YOUR OBJECTIVE:
Using the records below, repeat exactly the lines from the one holding "of the crown" through the one holding "right_z + recess_radius))", both ends included, and no others.

*** MATERIAL PROVIDED Section Begins ***

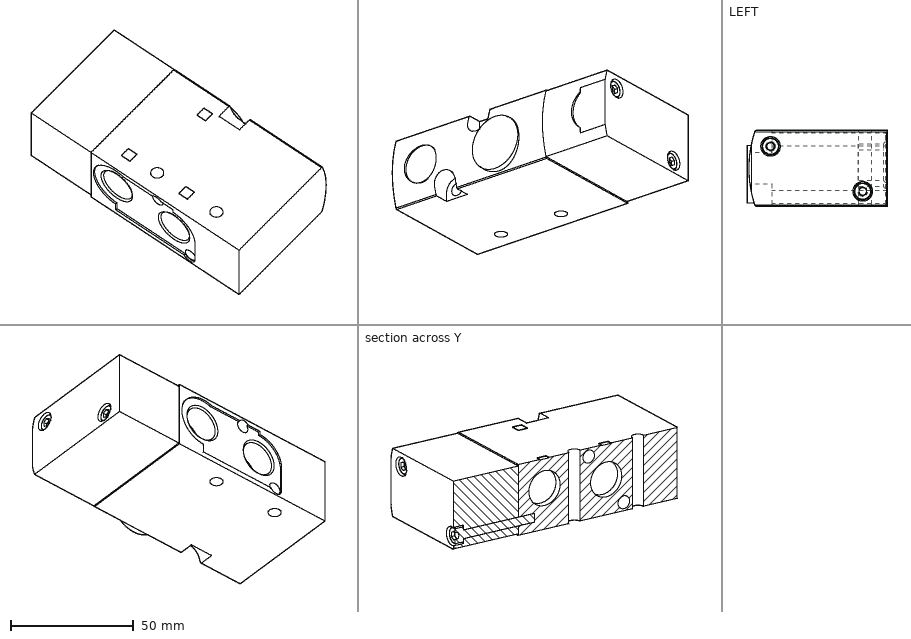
import cadquery as cq
import math


total_length = 109.2
total_depth = 57.0
housing_height = 31.0
cap_length = 31.6
housing_length = total_length - cap_length
mid_z = housing_height / 2
cut_margin = 1.0

crown_apex_y = 56.3
crown_radius = 48.0
back_edge_chamfer_y = 0.5
back_edge_chamfer_z = 0.3

cap_side_inset = 0.65
cap_front_inset = 0.4
cap_half_height = mid_z - cap_side_inset
relief_floor_y = 55.2
relief_end_radius = 10.2
relief_end_x = -15.0

back_spot_diameter = 16.5
back_spot_x = 63.1

port_diameter = 14.95
port_chamfer_diameter = 16.5
port_depth = 12.0
left_port = (12.9, 18.0)
right_port = (42.9, 15.5)

recess_depth = 0.8
recess_radius = 11.6
recess_top_z = 28.8
recess_bottom_z = 2.4
recess_corner_fillet = 0.5

boss_diameter = 23.5
boss_x = 23.9
boss_z = 13.05
boss_root_y = 50.0

bolt_hole_diameter = 5.4
bolt_inset_z = 3.8
bolt_clearance_diameter = 6.0
upper_bolt_x = 34.4
lower_bolt_x = right_port[0] + recess_radius - bolt_clearance_diameter / 2
notch_width = 10.7
notch_floor_y = 46.9

cross_hole_diameter = 5.3
cross_hole_y = 9.05
cross_hole_xs = (27.4, 58.4)

label_size = 4.5
label_depth = 0.2
label_centers = [(12.8, 8.9), (42.9, 8.9), (23.9, 44.0)]

screw_centers = [(47.5, 24.4), (10.0, 6.1)]
counterbore_diameter = 8.0
counterbore_depth = 5.0
head_diameter = 7.0
head_chamfer = 0.3
head_recess = 0.9
head_height = counterbore_depth - head_recess
shank_diameter = 4.0
thread_engagement = 8.0
socket_flats = 3.24
socket_tip_diameter = 3.0
socket_depth = 1.5
socket_tip_depth = 0.75


def crown_y(offset):
    """Y of the crown at a distance above or below mid height."""
    return crown_apex_y - crown_radius + math.sqrt(crown_radius**2 - offset**2)


def cylinder_x(x_start, length, diameter, y, z):
    """Cylinder along +X from x_start."""
    return cq.Workplane("YZ", origin=(x_start, y, z)).circle(diameter / 2).extrude(length)


def cylinder_y(y_start, length, diameter, x, z):
    """Cylinder along +Y from y_start; the XZ workplane faces -Y, so it extrudes backward."""
    return cq.Workplane("XZ", origin=(x, y_start, z)).circle(diameter / 2).extrude(-length)


def crowned_block(x_start, length, front_y, half_height):
    """Block with a flat front and a crowned back."""
    top_z = mid_z + half_height
    bottom_z = mid_z - half_height
    crown_edge_y = crown_y(half_height)
    return (
        cq.Workplane("YZ", origin=(x_start, 0, 0))
        .moveTo(front_y, bottom_z)
        .lineTo(crown_edge_y, bottom_z)
        .threePointArc((crown_apex_y, mid_z), (crown_edge_y, top_z))
        .lineTo(front_y, top_z)
        .close()
        .extrude(length)
    )


def gasket_recess():
    """Recess round both ports, stepped at two places and bulging round the lower bolt hole."""
    left_x, left_z = left_port
    right_x, right_z = right_port
    right_edge_x = right_x + recess_radius
    arc_top_x = left_x + math.sqrt(recess_radius**2 - (recess_top_z - left_z) ** 2)
    bulge_radius = bolt_clearance_diameter / 2
    bulge_diagonal = bulge_radius * math.sqrt(0.5)
    bulge_start_x = lower_bolt_x - math.sqrt(bulge_radius**2 - (bolt_inset_z - recess_bottom_z) ** 2)
    diagonal = recess_radius * math.sqrt(0.5)
    outline = (
        cq.Workplane("XZ")
        .moveTo(left_x, recess_bottom_z)
        .lineTo(bulge_start_x, recess_bottom_z)
        .threePointArc(
            (lower_bolt_x + bulge_diagonal, bolt_inset_z - bulge_diagonal),
            (right_edge_x, bolt_inset_z),
        )
        .lineTo(right_edge_x, right_z)
        .threePointArc((right_x + diagonal, right_z + diagonal), (right_x, right_z + recess_radius))
        .lineTo(right_x, recess_top_z)
        .lineTo(arc_top_x, recess_top_z)
        .threePointArc((left_x - recess_radius, left_z), (left_x, left_z - recess_radius))
        .close()
    )
    recess = outline.extrude(-recess_depth)
    step_corners = cq.selectors.BoxSelector(
        (right_x - cut_margin, -cut_margin, recess_top_z - cut_margin),
        (right_x + cut_margin, total_depth, recess_top_z + cut_margin),
    )
    return recess.edges("|Y").edges(step_corners).fillet(recess_corner_fillet)


def port(center):
    """Blind port bore with a 45 degree chamfer at the recess floor."""
    x, z = center
    bore = cylinder_y(0, port_depth, port_diameter, x, z)
    chamfer = cq.Solid.makeCone(
        port_chamfer_diameter / 2,
        port_diameter / 2,
        (port_chamfer_diameter - port_diameter) / 2,
        cq.Vector(x, recess_depth, z),
        cq.Vector(0, 1, 0),
    )
    return bore.union(cq.Workplane(chamfer))


def bolt_hole(x, outward):
    """Hole through in Y and a round-bottomed notch open to the top (outward 1) or bottom (-1)."""
    face_z = mid_z + outward * mid_z
    z = face_z - outward * bolt_inset_z
    length = total_depth - notch_floor_y + cut_margin
    slot_height = bolt_inset_z + cut_margin
    hole = cylinder_y(-cut_margin, total_depth + 2 * cut_margin, bolt_hole_diameter, x, z)
    round_bottom = cylinder_y(notch_floor_y, length, notch_width, x, z)
    slot = cq.Workplane("XY").box(notch_width, length, slot_height, centered=(True, False, True))
    slot = slot.translate((x, notch_floor_y, z + outward * slot_height / 2))
    return hole.union(round_bottom).union(slot)


def make_housing():
    body = crowned_block(0, housing_length, 0, mid_z)
    crown_edge_y = crown_y(mid_z)
    back_edges = cq.selectors.BoxSelector(
        (0, crown_edge_y - cut_margin, -cut_margin),
        (housing_length, crown_edge_y + cut_margin, housing_height + cut_margin),
    )
    body = body.edges("|X").edges(back_edges).chamfer(back_edge_chamfer_z, back_edge_chamfer_y)

    boss = cylinder_y(boss_root_y, total_depth - boss_root_y, boss_diameter, boss_x, boss_z)
    body = body.union(boss)
    body = body.cut(cylinder_y(relief_floor_y, total_depth, back_spot_diameter, back_spot_x, mid_z))

    body = body.cut(gasket_recess())
    for center in (left_port, right_port):
        body = body.cut(port(center))

    body = body.cut(bolt_hole(upper_bolt_x, 1))
    body = body.cut(bolt_hole(lower_bolt_x, -1))
    for x in cross_hole_xs:
        cross_hole = cq.Workplane("XY", origin=(x, cross_hole_y, 0)).circle(cross_hole_diameter / 2)
        body = body.cut(cross_hole.extrude(housing_height))

    panels = cq.Workplane("XY", origin=(0, 0, housing_height)).pushPoints(label_centers)
    body = body.cut(panels.rect(label_size, label_size).extrude(-label_depth))

    for y, z in screw_centers:
        body = body.cut(cylinder_x(0, thread_engagement, shank_diameter, y, z))
    return body


def make_cap():
    body = crowned_block(-cap_length, cap_length, cap_front_inset, cap_half_height)

    round_x = relief_end_x - relief_end_radius
    relief_width = 2 * relief_end_radius
    relief = cylinder_y(relief_floor_y, total_depth, relief_width, round_x, mid_z)
    open_end = cq.Workplane("XZ", origin=(round_x, relief_floor_y, mid_z)).rect(
        2 * (round_x + cap_length), relief_width
    )
    body = body.cut(relief).cut(open_end.extrude(-total_depth))

    for y, z in screw_centers:
        body = body.cut(cylinder_x(-cap_length, counterbore_depth, counterbore_diameter, y, z))
        body = body.cut(cylinder_x(-cap_length, cap_length, shank_diameter, y, z))
    return body


def make_screw(center):
    """Socket-head screw seated in the counterbore, its head below the cap end face."""
    y, z = center
    head_x = head_recess - cap_length
    seat_x = head_x + head_height
    head = cylinder_x(head_x, head_height, head_diameter, y, z)
    head = head.faces("<X").chamfer(head_chamfer)
    shank = cylinder_x(seat_x, thread_engagement - seat_x, shank_diameter, y, z)

    socket = cq.Workplane("YZ", origin=(head_x, y, z)).transformed(rotate=(0, 0, 90))
    socket = socket.polygon(6, socket_flats / math.cos(math.pi / 6)).extrude(socket_depth)
    tip = cq.Solid.makeCone(
        socket_tip_diameter / 2,
        0,
        socket_tip_depth,
        cq.Vector(head_x + socket_depth, y, z),
        cq.Vector(1, 0, 0),
    )
    return head.union(shank).cut(socket).cut(cq.Workplane(tip))


housing = make_housing()
cap = make_cap()
screws = [make_screw(center) for center in screw_centers]

result = cq.Compound.makeCompound([housing.val(), cap.val(), *[screw.val() for screw in screws]])

*** MATERIAL PROVIDED Section Ends ***

TASK RESPONSE:
    """Y of the crown at a distance above or below mid height."""
    return crown_apex_y - crown_radius + math.sqrt(crown_radius**2 - offset**2)


def cylinder_x(x_start, length, diameter, y, z):
    """Cylinder along +X from x_start."""
    return cq.Workplane("YZ", origin=(x_start, y, z)).circle(diameter / 2).extrude(length)


def cylinder_y(y_start, length, diameter, x, z):
    """Cylinder along +Y from y_start; the XZ workplane faces -Y, so it extrudes backward."""
    return cq.Workplane("XZ", origin=(x, y_start, z)).circle(diameter / 2).extrude(-length)


def crowned_block(x_start, length, front_y, half_height):
    """Block with a flat front and a crowned back."""
    top_z = mid_z + half_height
    bottom_z = mid_z - half_height
    crown_edge_y = crown_y(half_height)
    return (
        cq.Workplane("YZ", origin=(x_start, 0, 0))
        .moveTo(front_y, bottom_z)
        .lineTo(crown_edge_y, bottom_z)
        .threePointArc((crown_apex_y, mid_z), (crown_edge_y, top_z))
        .lineTo(front_y, top_z)
        .close()
        .extrude(length)
    )


def gasket_recess():
    """Recess round both ports, stepped at two places and bulging round the lower bolt hole."""
    left_x, left_z = left_port
    right_x, right_z = right_port
    right_edge_x = right_x + recess_radius
    arc_top_x = left_x + math.sqrt(recess_radius**2 - (recess_top_z - left_z) ** 2)
    bulge_radius = bolt_clearance_diameter / 2
    bulge_diagonal = bulge_radius * math.sqrt(0.5)
    bulge_start_x = lower_bolt_x - math.sqrt(bulge_radius**2 - (bolt_inset_z - recess_bottom_z) ** 2)
    diagonal = recess_radius * math.sqrt(0.5)
    outline = (
        cq.Workplane("XZ")
        .moveTo(left_x, recess_bottom_z)
        .lineTo(bulge_start_x, recess_bottom_z)
        .threePointArc(
            (lower_bolt_x + bulge_diagonal, bolt_inset_z - bulge_diagonal),
            (right_edge_x, bolt_inset_z),
        )
        .lineTo(right_edge_x, right_z)
        .threePointArc((right_x + diagonal, right_z + diagonal), (right_x, right_z + recess_radius))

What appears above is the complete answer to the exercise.